The Caucasus is certainly chaotic, especially for those who are ignorant of its long, long history, dating back thousands of years, but it is far from being far away. Some of the most important oil and gas pipelines run through the region linking Central Asia to Turkey and the Mediterranean. The three independent republics (Georgia, Armenia and Azerbaijan) have applied for membership in the European Union and are already members of the Council of Europe. Russia and the United States are vying for control of the region, strategically placed for the future of the new Greater Middle East, whilst a bit further north, the Chechen question remains unresolved. And on its borders Turkey and Iran are weighing in to exert their own influence. In short, what until 1991 was a bit of paradise for ethno-linguistic scholars, a geopolitically insignificant area, now finds itself in a radically different situation.
In this book Aldo Ferrari, head of Caucasus-Central Asia Research Programme at Milan's Istituto di studi di politica internazionale (Institute of Studies in International Politics or ISPI), quickly and brilliantly traces the events that shaped the history of the region, from antiquity to modern times.

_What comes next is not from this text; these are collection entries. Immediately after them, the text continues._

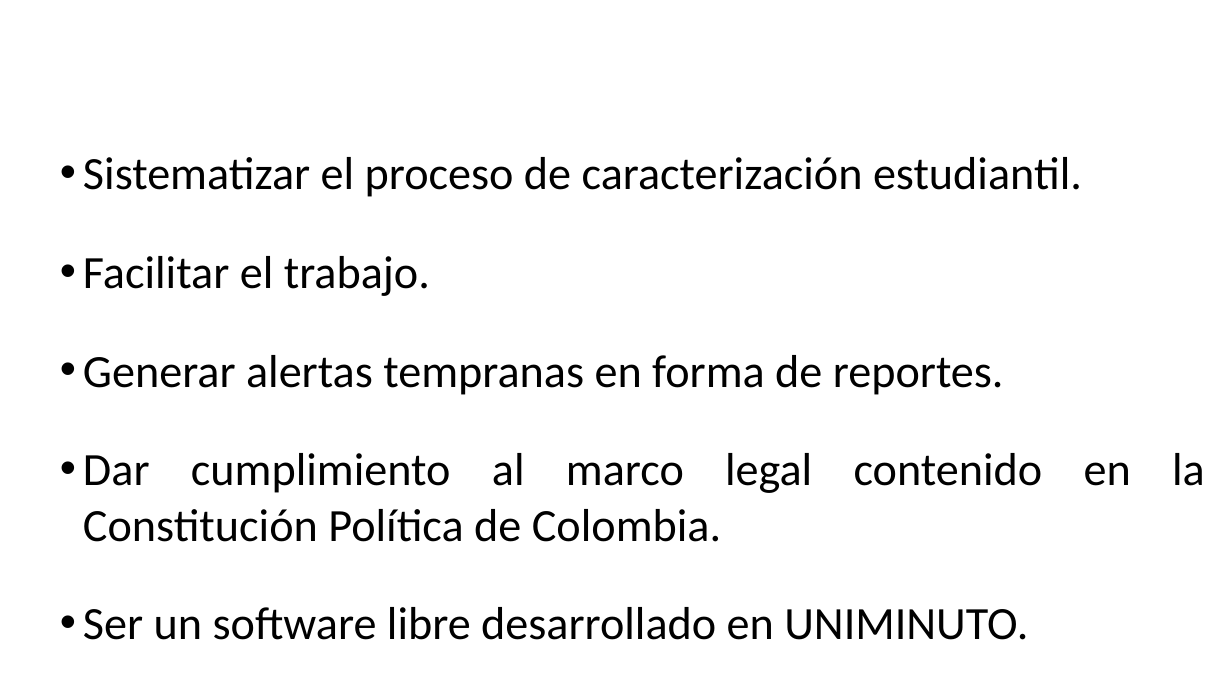
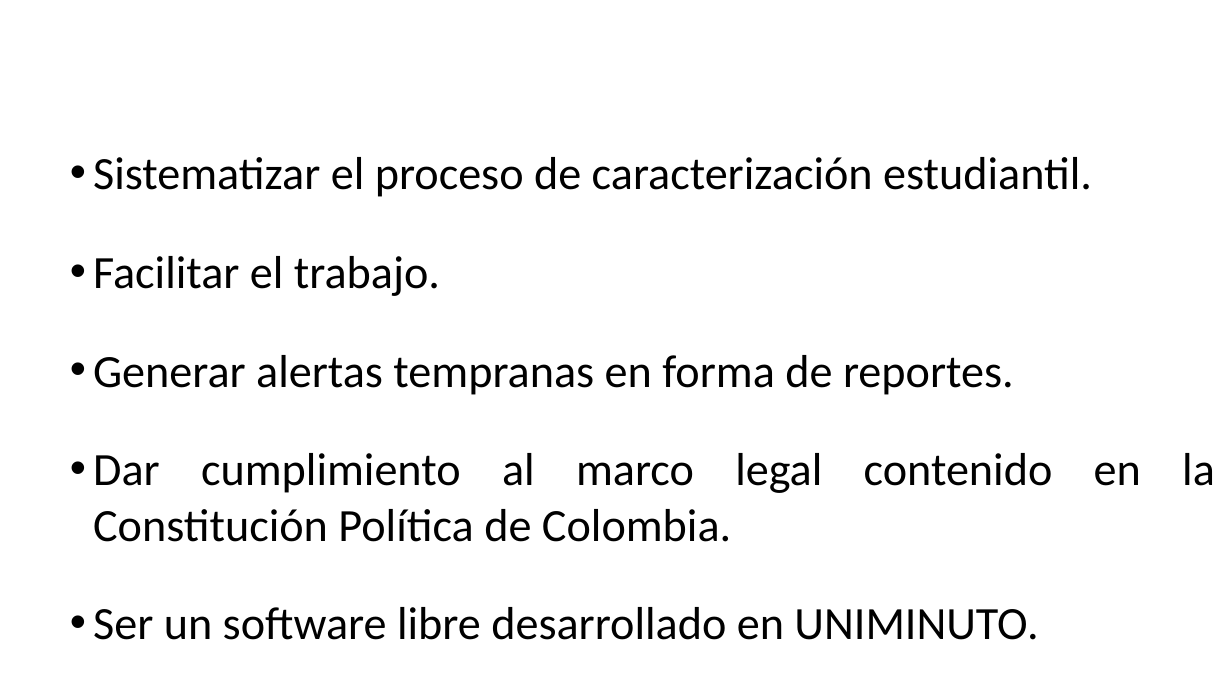
Before and after one commit to BrayanNovoa/uniminuto, a slide deck: slide 9 of expo/expo.pptx. Drawn at 1232x693 pixels with LibreOffice and Linux fonts; fonts in the diff are those of the drawing; background and template pictures are left out. Boxes give left, top, right and bottom in pixels: in the first picture for what was removed or moved away, otherwise in the second. Text is boxed around its words. In the diff, an @@ line names an element or a change of style, - is before the commit and + after.

```diff
--- a/expo/expo.pptx
+++ b/expo/expo.pptx
@@ text "Sistematizar el proceso de caracterización ...": place and size @@
-text "Sistematizar el proceso de caracterización ..." at <box>83,157,1205,640</box>
+text "Sistematizar el proceso de caracterización ..." at <box>93,157,1215,640</box>
```
Also in this commit, not shown: 7 other slides changed, 5 other files.
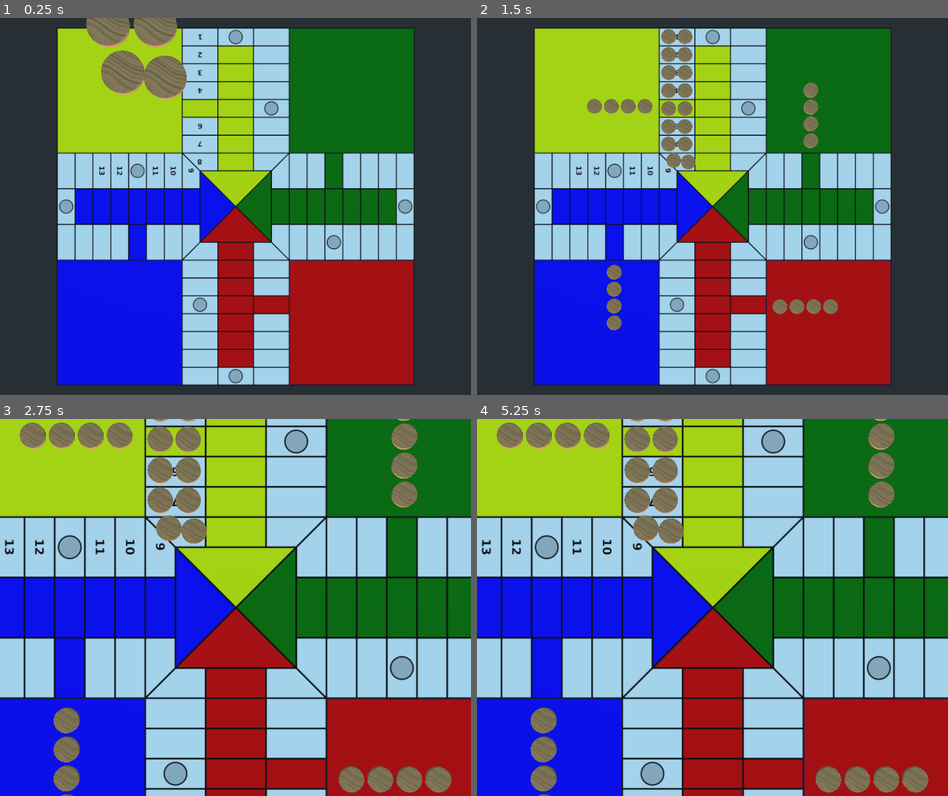
Above: before the commit, frames 1-4 (two rows, left to right).
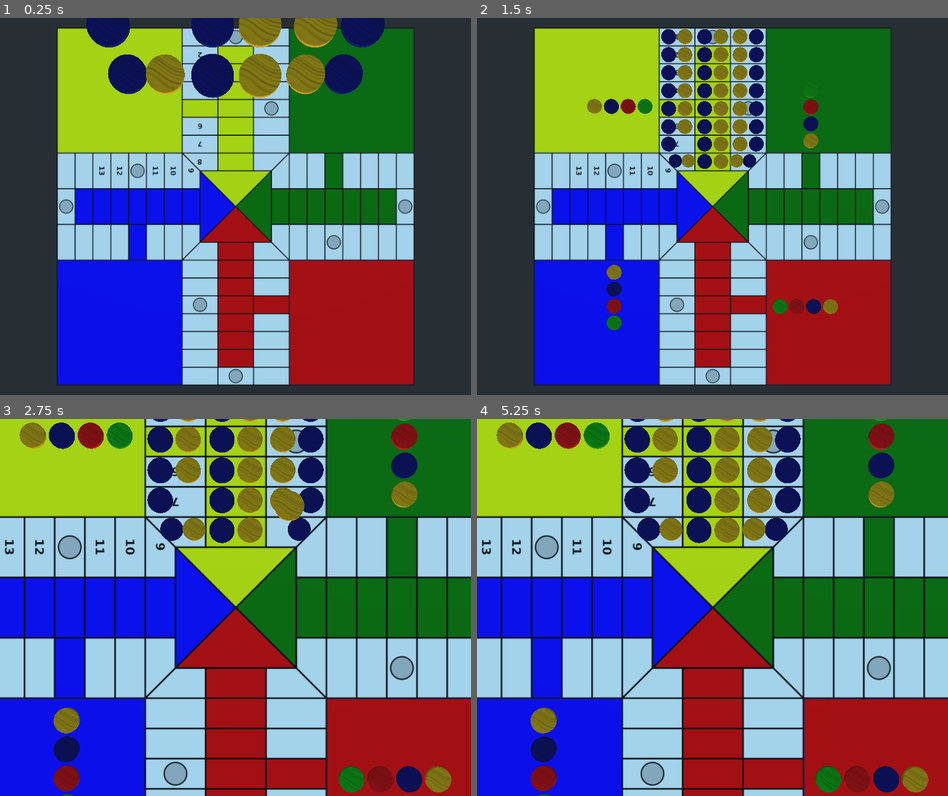
Above: after the commit, the same moments.

Repository: turulomio/gdparchis
Game: Godot game, scene res://scenes/Game4.tscn
Same seed, same stepped clock (60 frames per second), same inputs: the game is played once before the commit and once after it.
Inputs (mouse positions are in pixels of both pictures, inside the frame that each line leads up to):
- Up to frame 1 (0.25 s): no input
- Up to frame 2 (1.5 s): move the mouse to (816, 187) at 0.52 s; click (816, 187) at 0.6 s; move the mouse to (618, 225) at 1.27 s; click (618, 225) at 1.35 s
- Up to frame 3 (2.75 s): tap Enter at 2 s; move the mouse to (282, 524) at 2.02 s; tap Z (zoom_in) at 2.1 s; click (282, 524) at 2.3 s
- Up to frame 4 (5.25 s): move the mouse to (688, 682) at 2.77 s; tap A (zoom_out) at 2.85 s; click (688, 682) at 3.05 s; tap Space at 3.5, 5 s; move the mouse to (853, 664) at 3.52 s; click (853, 664) at 3.6 s; tap Enter at 4.25 s; move the mouse to (571, 550) at 4.27 s; click (571, 550) at 4.35 s; move the mouse to (736, 607) at 5.02 s; tap Z (zoom_in) at 5.1 s

The runs differ from the first frame. In frame 1, 8.3% of the frame differs, in the area x 18-82%, y 0-22%; in frame 2, 6.3%; in frame 3, 11%; in frame 4, 11%, in the area x 4-96%, y 0-100%.

Commit message:
Adding more pieces to squares

Diff:
--- a/project.godot
+++ b/project.godot
@@ -13,6 +13,11 @@
 "class": "DictionaryManager",
 "language": "GDScript",
 "path": "res://scenes/DictionaryManager.gd"
+}, {
+"base": "Spatial",
+"class": "Game4",
+"language": "GDScript",
+"path": "res://scenes/Game4.gd"
 }, {
 "base": "Reference",
 "class": "ListManager",
@@ -51,6 +56,7 @@
 } ]
 _global_script_class_icons={
 "DictionaryManager": "",
+"Game4": "",
 "ListManager": "",
 "Piece": "",
 "Player": "",
--- a/scenes/Game4.gd
+++ b/scenes/Game4.gd
@@ -1,4 +1,5 @@
 extends Spatial
+class_name Game4
 
 
 onready var camera =$Camera
@@ -27,26 +28,37 @@
 	## Creating players
 	self.max_players=4
 	self.players=PlayerManager.new(self.max_players)
+	for p in self.players.values():
+		p.set_game(self)
 
 	## Creating squares
 	self.squares=SquareManager.new()
 	for i in range(1,105):
 		self.squares.append(Square.new(i))
 
-	## DEBUG SHOWS ALL PIECES IN ALL SQUARES
-	if debug==true:
-		for s in self.squares.values():
-			while s.empty_position()>=0:
-				var piece=piece_scene.instance()
-				self.add_child(piece)
-				piece.global_transform.origin=Globals.position4(s.id,s.empty_position())
-				s.pieces[s.empty_position()]=piece
-		return
-
 	## Creating routes
 	self.routes={}
 	for e_color in Globals.e_colors(self.max_players):
 		self.routes[str(e_color)]=Route.new(self.max_players, e_color, self.squares)
+
+	## DEBUG SHOWS ALL PIECES IN ALL SQUARES
+	if debug==true:
+		for route in self.routes.values():
+			var route_pos=0
+			for s in route.arr:
+				print(route_pos)
+				while s.empty_position()>=0:
+					var piece=piece_scene.instance()
+					self.add_child(piece)
+					piece.set_color(Globals.colorn(s.empty_position()))
+					piece.set_player(self.players.get(route.e_color))
+					piece.set_route(route)
+					piece.move_to_route_position(route_pos)
+					#piece.global_transform.origin=Globals.position4(s.id,s.empty_position())
+
+					#s.pieces[s.empty_position()]=piece
+				route_pos=route_pos+1
+		return
 
 	# Create players pieces
 	for i in range(16):
--- a/scenes/Globals.gd
+++ b/scenes/Globals.gd
@@ -6,6 +6,18 @@
 func e_colors(max_players):
 	if max_players==4:
 		return [eColors.YELLOW,eColors.BLUE,eColors.RED,eColors.GREEN]
+
+func colorn(e_color):
+	match e_color:
+		eColors.YELLOW:
+			return ColorN("yellow",1)
+		eColors.BLUE:
+			return ColorN("blue",1)
+		eColors.RED:
+			return ColorN("red",1)
+		eColors.GREEN:
+			return ColorN("green",1)
+	return eColors.RED
 
 # Lo calcule ayudandome de la función y con simetrías
 #func get_object_under_mouse():
@@ -34,7 +46,39 @@
 		7:
 			return [Vector3(-4.9,h,-11.1), Vector3(-7.8,h,-11.1)][square_position]
 		8:
-			return [Vector3(-4.3,h,-7.9), Vector3(-6.9,h,-8.2)][square_position]
+			return [Vector3(-4.3,h,-8.1), Vector3(-6.6,h,-8.1)][square_position]
+		60:
+			return [Vector3(4.3,h,-8.1), Vector3(6.6,h,-8.1)][square_position]
+		61:
+			return [Vector3(4.9,h,-11.1), Vector3(7.8,h,-11.1)][square_position]
+		62:
+			return [Vector3(4.9,h,-14.2), Vector3(7.8,h,-14.2)][square_position]
+		63:
+			return [Vector3(4.9,h,-17.4), Vector3(7.8,h,-17.4)][square_position]
+		64:
+			return [Vector3(4.9,h,-20.6), Vector3(7.8,h,-20.6)][square_position]
+		65:
+			return [Vector3(4.9,h,-23.8), Vector3(7.8,h,-23.8)][square_position]
+		66:
+			return [Vector3(4.9,h,-27.0), Vector3(7.8,h,-27.0)][square_position]
+		67:
+			return [Vector3(4.9,h,-30.2), Vector3(7.8,h,-30.2)][square_position]
+		68:
+			return [Vector3(1.5,h,-30.2), Vector3(-1.4,h,-30.2)][square_position]
+		69:
+			return [Vector3(1.5,h,-27.0), Vector3(-1.4,h,-27.0)][square_position]
+		70:
+			return [Vector3(1.5,h,-23.8), Vector3(-1.4,h,-23.8)][square_position]
+		71:
+			return [Vector3(1.5,h,-20.6), Vector3(-1.4,h,-20.6)][square_position]
+		72:
+			return [Vector3(1.5,h,-17.4), Vector3(-1.4,h,-17.4)][square_position]
+		73:
+			return [Vector3(1.5,h,-14.2), Vector3(-1.4,h,-14.2)][square_position]
+		74:
+			return [Vector3(1.5,h,-11.1), Vector3(-1.4,h,-11.1)][square_position]
+		75:
+			return [Vector3(1.5,h,-8.0), Vector3(-1.4,h,-8.0)][square_position]
 		101:
 			return [Vector3(-21,h,-21+3.2), Vector3(-21+3,h,-21+3.2),Vector3(-21+6,h,-21+3.2),Vector3(-21+9,h,-21+3.2)][square_position]
 		102:
--- a/scenes/Piece.gd
+++ b/scenes/Piece.gd
@@ -5,7 +5,7 @@
 var id : int = 0
 var player: Player
 var route: Route
-var route_position: int = 0
+var route_position: int = 20# Al iniciar mejor que no sea la primera para que se va bien el debug y da igual
 var square_position: int = 0
 
 func _physics_process(_delta):
@@ -88,8 +88,8 @@
 
 ## Returns true if move was successful, else false
 func move_to_route_position(route_position):
-	var square_final=self.route.square_at((route_position))
-	var square_initial=self.route.square()
+	var square_final=self.route.square_at(route_position)
+	var square_initial=self.square()
 
 	#Check if can move
 	var new_square_position=square_final.empty_position()
@@ -101,5 +101,16 @@
 	square_final.pieces[new_square_position]=self
 	self.square_position=new_square_position
 
+	self.route_position=route_position
+
 	#Interface move
 	self.global_transform.origin=Globals.position4(square_final.id,new_square_position)
+	self.change_scale_on_specials_squares()
+
+#Para casillas estrechas
+func change_scale_on_specials_squares():
+	if self.player.game.max_players==4:
+		if self.square().id in [8,9,25,26,42,43,49,60]:
+			self.scale=Vector3(0.9,1,0.9)
+		else:
+			self.scale=Vector3(1,1,1)
--- a/scenes/Player.gd
+++ b/scenes/Player.gd
@@ -7,6 +7,7 @@
 var active : bool
 var pieces=[]
 var route: Route
+var game
 
 
 func _init(node_id):
@@ -39,3 +40,6 @@
 
 func set_route(p):
 	self.route=p
+
+func set_game(g):
+	self.game=g
--- a/scenes/Square.gd
+++ b/scenes/Square.gd
@@ -47,7 +47,7 @@
 		return 4
 	return 2
 
-## Devuelve Null si no encuentra sitio libre o la posicion
+## Devuelve -1 si no encuentra sitio libre o la posicion
 func empty_position():
 	for position in range(self.max_pieces()):
 		if self.pieces[position] == null:

He begins by making a classic distinction between the North Caucasus (Ciscaucasus), which is closer to Russia and home to mountain peoples who gradually converted to Islam, and the South Caucasus (Transcaucasus), turned more towards the Middle East where the ancient kingdoms of Georgia and Armenia flourished. After embracing Christianity as early as the 4th century and following a long period of isolation surrounded by Muslim lands, these countries rejoined the European concert of nations as a result of the steady expansion of the Tsarist Empire.
Russia's fickle policies, sometimes favourable to local populations but more often inspired by its own centralising priorities, created a great deal of dissatisfaction among Christians, sparking various revolts among Muslims of the North Caucasus, including one in the 18th century led by a mysterious Sheikh Mansur (thought to be one Giovanni Battista Boetti, a Dominican monk from Piedmont in Italy) and another launched in the mid-19th century by the charismatic Imam Shamil.
After the short-lived period of independence in the early 1920s, the region saw hatred rise out of the ashes of the Second World War. Soviet dictator Stalin was particularly brutal with some groups like the Chechens, who were accused of collaborating with the Nazi invaders. For a while nationalist tensions smouldered under the relative peace that followed Stalin's deportations only to boil over at the end of the 1980s.
In both the South Caucasus (which became independent) and the North Caucasus (which remained under Moscow's control) rivalries turned into open warfare: Armenia against Azerbaijan over Nagorno-Karabakh (whose status under international law is closer to that of Kosovo), the de facto secession of South Ossetia from Georgia and above all the Chechen case. Thus today Armenia is pro-Russian, Georgia and to a lesser extent Azerbaijan entertain closer ties with the United States.
The author concludes by saying that the "accession of the three Transcaucasian republics to the European Union's Neighbourhood Policy, which has no hegemonic aims, could actually be important" (p. 114). Such a hope, expressed before the latest conflict, is confirmed by the events occurred in the last few months.